_Information supplied_
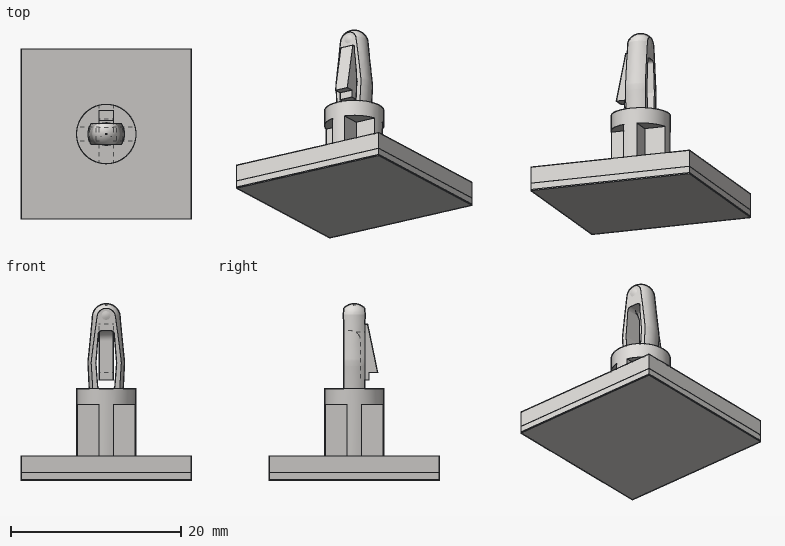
import cadquery as cq
import math

base_side = 20.0
liner_thickness = 0.15
pad_thickness = 0.77
plate_top = 2.9
pad_bottom = liner_thickness
plate_bottom = pad_bottom + pad_thickness

post_diameter = 7.0
web_thickness = 1.66
flange_bottom = 8.93
flange_top = 10.8

pinhole_diameter = 0.17
pinhole_depth = 0.2

tip_z = 20.8
dome_radius = 1.66
dome_center_z = tip_z - math.sqrt(dome_radius**2 - (pinhole_diameter / 2) ** 2)
apex_z = dome_center_z + dome_radius
shoulder_z = 19.5
shoulder_radius = math.sqrt(dome_radius**2 - (shoulder_z - dome_center_z) ** 2)
bulge_top_z = 14.2
bulge_bottom_z = 13.45
bulge_mid_z = (bulge_top_z + bulge_bottom_z) / 2
bulge_edge_radius = 2.15
bulge_mid_radius = 2.16
root_radius = 2.02
head_thickness = 2.5
flat_y = head_thickness / 2

window_top_z = 17.63
window_top_half_width = 0.9
window_mid_half_width = 1.2
window_bottom_half_width = 0.98
window_top_fillet = 0.42
window_bottom_fillet = 0.25

tongue_width = 1.66
tongue_front_y = 0.75
tongue_fillet = 1.19
tongue_top_z = 18.38
tongue_top_y = 1.58
tongue_tip_y = 2.77
tongue_tip_z = 12.67
tongue_step_y = 1.75
tongue_bottom_z = 11.8

bump_z = 19.37
bump_radius = 0.52
bump_height = 0.08
bump_root_y = flat_y - 0.2


def square_layer(bottom, top):
    """Square slab between two heights."""
    return cq.Workplane("XY").workplane(offset=bottom).rect(base_side, base_side).extrude(top - bottom)


def make_post():
    """Crossed webs trimmed to a cylinder, topped by the full round flange."""
    height = flange_bottom - plate_top
    foot = cq.Workplane("XY").workplane(offset=plate_top)
    webs = foot.rect(post_diameter, web_thickness).extrude(height)
    webs = webs.union(foot.rect(web_thickness, post_diameter).extrude(height))
    webs = webs.intersect(foot.circle(post_diameter / 2).extrude(height))
    flange = (
        cq.Workplane("XY")
        .workplane(offset=flange_bottom)
        .circle(post_diameter / 2)
        .extrude(flange_top - flange_bottom)
    )
    return webs.union(flange)


def make_bulb():
    """Revolved head with flat front and back."""
    dome_mid = dome_radius * math.sqrt(0.5)
    bulb = (
        cq.Workplane("XZ")
        .moveTo(0, flange_top)
        .lineTo(root_radius, flange_top)
        .lineTo(bulge_edge_radius, bulge_bottom_z)
        .threePointArc((bulge_mid_radius, bulge_mid_z), (bulge_edge_radius, bulge_top_z))
        .lineTo(shoulder_radius, shoulder_z)
        .threePointArc((dome_mid, dome_center_z + dome_mid), (0, apex_z))
        .close()
        .revolve(360, (0, 0, 0), (0, 1, 0))
    )
    head_height = apex_z - flange_top
    slab = (
        cq.Workplane("XY")
        .workplane(offset=flange_top)
        .rect(post_diameter, head_thickness)
        .extrude(head_height)
    )
    return bulb.intersect(slab)


def make_window():
    """Cutter for the rounded opening, widest at the bulge."""
    right_side = [
        (window_bottom_half_width, flange_top),
        (window_mid_half_width, bulge_mid_z),
        (window_top_half_width, window_top_z),
    ]
    left_side = [(-x, z) for x, z in reversed(right_side)]
    window = cq.Workplane("XZ").polyline(right_side + left_side).close().extrude(flat_y, both=True)
    window = window.faces(">Z").edges("|Y").fillet(window_top_fillet)
    return window.faces("<Z").edges("|Y").fillet(window_bottom_fillet)


def make_tongue():
    """Wedge with a stepped lower end and a concave blend into the window top."""
    arc_start_y = tongue_front_y - tongue_fillet
    arc_end_z = window_top_z - tongue_fillet
    arc_mid = tongue_fillet * math.sqrt(0.5)
    return (
        cq.Workplane("YZ")
        .moveTo(arc_start_y, tongue_top_z)
        .lineTo(tongue_top_y, tongue_top_z)
        .lineTo(tongue_tip_y, tongue_tip_z)
        .lineTo(tongue_step_y, tongue_tip_z)
        .lineTo(tongue_step_y, tongue_bottom_z)
        .lineTo(tongue_front_y, tongue_bottom_z)
        .lineTo(tongue_front_y, arc_end_z)
        .threePointArc((arc_start_y + arc_mid, arc_end_z + arc_mid), (arc_start_y, window_top_z))
        .close()
        .extrude(tongue_width / 2, both=True)
    )


def make_bump(side):
    """Spherical cap proud of the flat on the given side (-1 or +1), rooted just inside the head."""
    sphere_radius = (bump_radius**2 + bump_height**2) / (2 * bump_height)
    cap_y = side * (flat_y + bump_height)
    mid_angle = math.asin(bump_radius / sphere_radius) / 2
    mid_x = sphere_radius * math.sin(mid_angle)
    mid_y = cap_y - side * sphere_radius * (1 - math.cos(mid_angle))
    cap = (
        cq.Workplane("XY")
        .moveTo(0, side * bump_root_y)
        .lineTo(bump_radius, side * bump_root_y)
        .lineTo(bump_radius, side * flat_y)
        .threePointArc((mid_x, mid_y), (0, cap_y))
        .close()
        .revolve(360, (0, 0, 0), (0, 1, 0))
    )
    return cap.translate((0, 0, bump_z))


def make_tip_pinhole():
    """Cutter for the tiny blind hole at the top of the dome."""
    return (
        cq.Workplane("XY")
        .workplane(offset=tip_z - pinhole_depth)
        .circle(pinhole_diameter / 2)
        .extrude(pinhole_depth + apex_z - tip_z)
    )


def make_support():
    """Plate, post and snap head as one moulded body."""
    head = make_bulb().cut(make_window()).union(make_tongue())
    for side in (-1, 1):
        head = head.union(make_bump(side))
    head = head.cut(make_tip_pinhole())
    return square_layer(plate_bottom, plate_top).union(make_post()).union(head).solids()


liner = square_layer(0, pad_bottom)
adhesive_pad = square_layer(pad_bottom, plate_bottom)
support = make_support()

result = cq.Compound.makeCompound([liner.val(), adhesive_pad.val(), support.val()])

_What is required_
Leaving out every picture, repeat exactly the lines of the records from the start through the line that has "pinhole_depth = 0.2".

_Exercise answer_
import cadquery as cq
import math

base_side = 20.0
liner_thickness = 0.15
pad_thickness = 0.77
plate_top = 2.9
pad_bottom = liner_thickness
plate_bottom = pad_bottom + pad_thickness

post_diameter = 7.0
web_thickness = 1.66
flange_bottom = 8.93
flange_top = 10.8

pinhole_diameter = 0.17
pinhole_depth = 0.2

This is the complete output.